Frame & equipment: High-quality, travel-adjustable frame with ‘tempered luxury’ spec
The Tracer 2 is travel-adjustable between two settings – 145 and 160mm (5.75 and 6.25in) – giving the bike and rider options for both how deep and plush the ride can be for a given trail and also a chance to tweak the geometry to better suit the terrain. It’s as easy as wielding a single 5mm Allen key and takes about three minutes if you drop the bolt twice.
Standing back to admire the gunmetal grey beast (CanAm yellow and a fetching raw metal ‘works’ ﬁnish are also available) you can see the time and workmanship put in to make each handmade frame. Yards of perfect ‘ﬁsh scale’ welds are proof that a skilled man spent serious time making each one.
It’s also the answer to why the Intense Tracer 2 isn’t the cheapest option when hunting for a bike with a similar spec sheet – US welders are expensive, especially in a world where time is money and most brands are looking at putting frames together by machines in minutes rather than the hours invested at Intense’s Lake Elsinore facility.

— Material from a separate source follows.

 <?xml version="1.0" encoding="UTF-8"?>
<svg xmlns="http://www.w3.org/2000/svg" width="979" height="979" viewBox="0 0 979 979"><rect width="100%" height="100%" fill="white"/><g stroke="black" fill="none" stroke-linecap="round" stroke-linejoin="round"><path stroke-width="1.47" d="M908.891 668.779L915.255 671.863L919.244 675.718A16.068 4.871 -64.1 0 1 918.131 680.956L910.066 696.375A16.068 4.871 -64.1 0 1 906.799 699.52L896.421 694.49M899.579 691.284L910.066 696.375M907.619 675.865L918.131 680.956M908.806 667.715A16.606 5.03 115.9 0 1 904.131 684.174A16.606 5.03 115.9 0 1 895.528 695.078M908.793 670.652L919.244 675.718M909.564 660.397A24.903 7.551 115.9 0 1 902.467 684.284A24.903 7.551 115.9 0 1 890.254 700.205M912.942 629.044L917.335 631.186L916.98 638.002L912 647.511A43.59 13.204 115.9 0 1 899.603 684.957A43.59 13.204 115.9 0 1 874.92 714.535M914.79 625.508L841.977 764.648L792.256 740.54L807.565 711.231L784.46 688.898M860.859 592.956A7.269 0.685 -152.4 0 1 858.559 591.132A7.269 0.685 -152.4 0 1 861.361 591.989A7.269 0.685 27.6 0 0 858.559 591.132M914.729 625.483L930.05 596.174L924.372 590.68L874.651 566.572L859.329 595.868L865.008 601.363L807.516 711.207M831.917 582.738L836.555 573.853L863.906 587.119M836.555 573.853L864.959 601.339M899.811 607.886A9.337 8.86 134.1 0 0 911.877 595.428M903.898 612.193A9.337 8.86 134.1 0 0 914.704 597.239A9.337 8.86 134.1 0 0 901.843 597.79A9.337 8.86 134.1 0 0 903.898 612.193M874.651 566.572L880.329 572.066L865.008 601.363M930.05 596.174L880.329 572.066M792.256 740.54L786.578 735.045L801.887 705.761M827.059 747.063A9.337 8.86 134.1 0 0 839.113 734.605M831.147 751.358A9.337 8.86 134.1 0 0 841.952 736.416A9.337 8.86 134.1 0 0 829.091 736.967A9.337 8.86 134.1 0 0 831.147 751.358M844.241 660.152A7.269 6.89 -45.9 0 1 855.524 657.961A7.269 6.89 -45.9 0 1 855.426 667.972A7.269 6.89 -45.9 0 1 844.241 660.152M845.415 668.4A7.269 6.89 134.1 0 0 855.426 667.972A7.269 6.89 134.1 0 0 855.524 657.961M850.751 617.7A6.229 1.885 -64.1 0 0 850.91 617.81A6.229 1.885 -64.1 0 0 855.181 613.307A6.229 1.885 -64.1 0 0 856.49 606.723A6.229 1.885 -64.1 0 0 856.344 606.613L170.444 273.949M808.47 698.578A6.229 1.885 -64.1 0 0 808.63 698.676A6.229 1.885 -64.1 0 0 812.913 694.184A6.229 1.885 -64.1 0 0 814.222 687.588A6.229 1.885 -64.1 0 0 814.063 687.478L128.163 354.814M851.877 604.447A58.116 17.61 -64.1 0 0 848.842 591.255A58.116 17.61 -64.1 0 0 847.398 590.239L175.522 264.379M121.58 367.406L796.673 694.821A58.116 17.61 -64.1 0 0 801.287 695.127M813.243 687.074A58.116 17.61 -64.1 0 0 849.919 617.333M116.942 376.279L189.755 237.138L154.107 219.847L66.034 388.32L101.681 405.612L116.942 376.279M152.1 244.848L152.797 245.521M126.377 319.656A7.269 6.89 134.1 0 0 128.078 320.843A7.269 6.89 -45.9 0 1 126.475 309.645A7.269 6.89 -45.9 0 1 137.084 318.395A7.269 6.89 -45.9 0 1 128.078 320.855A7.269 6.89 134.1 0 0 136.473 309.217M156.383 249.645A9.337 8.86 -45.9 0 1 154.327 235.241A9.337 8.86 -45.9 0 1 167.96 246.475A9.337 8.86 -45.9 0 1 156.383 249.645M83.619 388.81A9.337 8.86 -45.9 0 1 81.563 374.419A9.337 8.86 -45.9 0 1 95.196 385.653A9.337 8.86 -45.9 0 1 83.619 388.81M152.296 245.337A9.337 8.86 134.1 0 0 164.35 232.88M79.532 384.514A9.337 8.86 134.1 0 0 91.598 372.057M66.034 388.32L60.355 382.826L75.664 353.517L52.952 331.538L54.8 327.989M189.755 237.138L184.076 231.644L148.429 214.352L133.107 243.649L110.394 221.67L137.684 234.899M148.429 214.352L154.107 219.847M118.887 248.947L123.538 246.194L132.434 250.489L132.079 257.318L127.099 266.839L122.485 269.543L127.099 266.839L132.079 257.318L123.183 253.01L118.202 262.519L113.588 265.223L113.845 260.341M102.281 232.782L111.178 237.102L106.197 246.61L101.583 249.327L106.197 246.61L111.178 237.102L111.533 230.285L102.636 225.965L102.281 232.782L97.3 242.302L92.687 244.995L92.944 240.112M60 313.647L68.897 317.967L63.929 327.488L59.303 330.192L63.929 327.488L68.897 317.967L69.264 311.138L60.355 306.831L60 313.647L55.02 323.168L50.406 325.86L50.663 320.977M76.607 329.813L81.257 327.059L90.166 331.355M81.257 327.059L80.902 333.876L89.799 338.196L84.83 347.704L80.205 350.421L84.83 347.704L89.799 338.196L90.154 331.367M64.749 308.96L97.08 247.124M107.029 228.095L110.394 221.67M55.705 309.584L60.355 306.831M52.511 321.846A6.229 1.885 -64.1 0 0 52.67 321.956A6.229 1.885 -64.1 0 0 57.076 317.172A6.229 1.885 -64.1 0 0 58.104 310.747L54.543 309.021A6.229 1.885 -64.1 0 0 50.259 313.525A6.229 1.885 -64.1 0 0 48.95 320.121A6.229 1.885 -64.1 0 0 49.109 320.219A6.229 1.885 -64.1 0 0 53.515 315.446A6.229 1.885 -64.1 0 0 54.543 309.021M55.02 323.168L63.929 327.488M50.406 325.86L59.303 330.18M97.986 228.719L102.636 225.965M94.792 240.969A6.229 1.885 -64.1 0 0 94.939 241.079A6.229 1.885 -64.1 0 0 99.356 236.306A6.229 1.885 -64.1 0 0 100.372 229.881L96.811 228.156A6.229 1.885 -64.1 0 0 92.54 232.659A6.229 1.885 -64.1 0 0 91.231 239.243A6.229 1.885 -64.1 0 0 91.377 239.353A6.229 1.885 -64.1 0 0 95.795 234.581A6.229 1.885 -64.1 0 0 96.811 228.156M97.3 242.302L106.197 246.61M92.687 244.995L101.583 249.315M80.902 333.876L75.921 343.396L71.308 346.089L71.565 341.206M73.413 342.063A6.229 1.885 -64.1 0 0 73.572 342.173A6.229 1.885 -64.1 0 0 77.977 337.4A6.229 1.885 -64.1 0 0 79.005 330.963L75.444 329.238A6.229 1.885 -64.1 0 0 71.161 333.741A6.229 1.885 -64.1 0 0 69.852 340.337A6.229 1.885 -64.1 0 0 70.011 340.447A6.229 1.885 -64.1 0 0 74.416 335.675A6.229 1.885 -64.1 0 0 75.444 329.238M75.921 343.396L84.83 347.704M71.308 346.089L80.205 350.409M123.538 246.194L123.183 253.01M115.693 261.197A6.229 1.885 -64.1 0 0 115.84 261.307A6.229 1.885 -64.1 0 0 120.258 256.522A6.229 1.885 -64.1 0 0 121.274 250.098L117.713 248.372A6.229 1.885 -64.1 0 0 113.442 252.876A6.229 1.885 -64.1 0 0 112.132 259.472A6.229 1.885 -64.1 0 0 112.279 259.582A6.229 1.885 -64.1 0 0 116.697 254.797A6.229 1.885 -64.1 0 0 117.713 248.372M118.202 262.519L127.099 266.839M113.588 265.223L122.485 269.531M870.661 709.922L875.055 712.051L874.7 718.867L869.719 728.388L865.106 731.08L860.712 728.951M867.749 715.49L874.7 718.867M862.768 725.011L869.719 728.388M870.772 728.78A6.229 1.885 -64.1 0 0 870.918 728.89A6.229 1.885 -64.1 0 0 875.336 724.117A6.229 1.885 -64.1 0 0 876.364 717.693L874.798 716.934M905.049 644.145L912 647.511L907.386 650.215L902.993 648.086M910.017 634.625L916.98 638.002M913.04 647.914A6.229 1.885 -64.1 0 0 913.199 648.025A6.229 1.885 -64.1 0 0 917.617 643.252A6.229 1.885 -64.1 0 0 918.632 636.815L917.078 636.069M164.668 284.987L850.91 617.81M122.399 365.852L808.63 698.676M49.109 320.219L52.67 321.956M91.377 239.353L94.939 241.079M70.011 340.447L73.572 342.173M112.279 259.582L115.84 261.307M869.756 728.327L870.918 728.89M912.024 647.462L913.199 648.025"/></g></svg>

Intense use VPP (Virtual Pivot Point) suspension technology, which has evolved organically over the years with a minor tweak here and a small adjustment there to zero in on their idea of the perfect ride. We like VPP, but fall short of calling it perfection.
Our build, which was referred to as ‘tempered luxury’ by one tester, is dominated by Shimano’s uber slick XTR Trail transmission, topped off with solid Formula RX brakes. Fox 32/RP23 BV suspension, and Easton EA90 wheels and Haven carbon ﬁnishing kit. It tipped our scales at 27.2lb (with pedals). Not too shabby, but not in the Scott Genius ballpark either.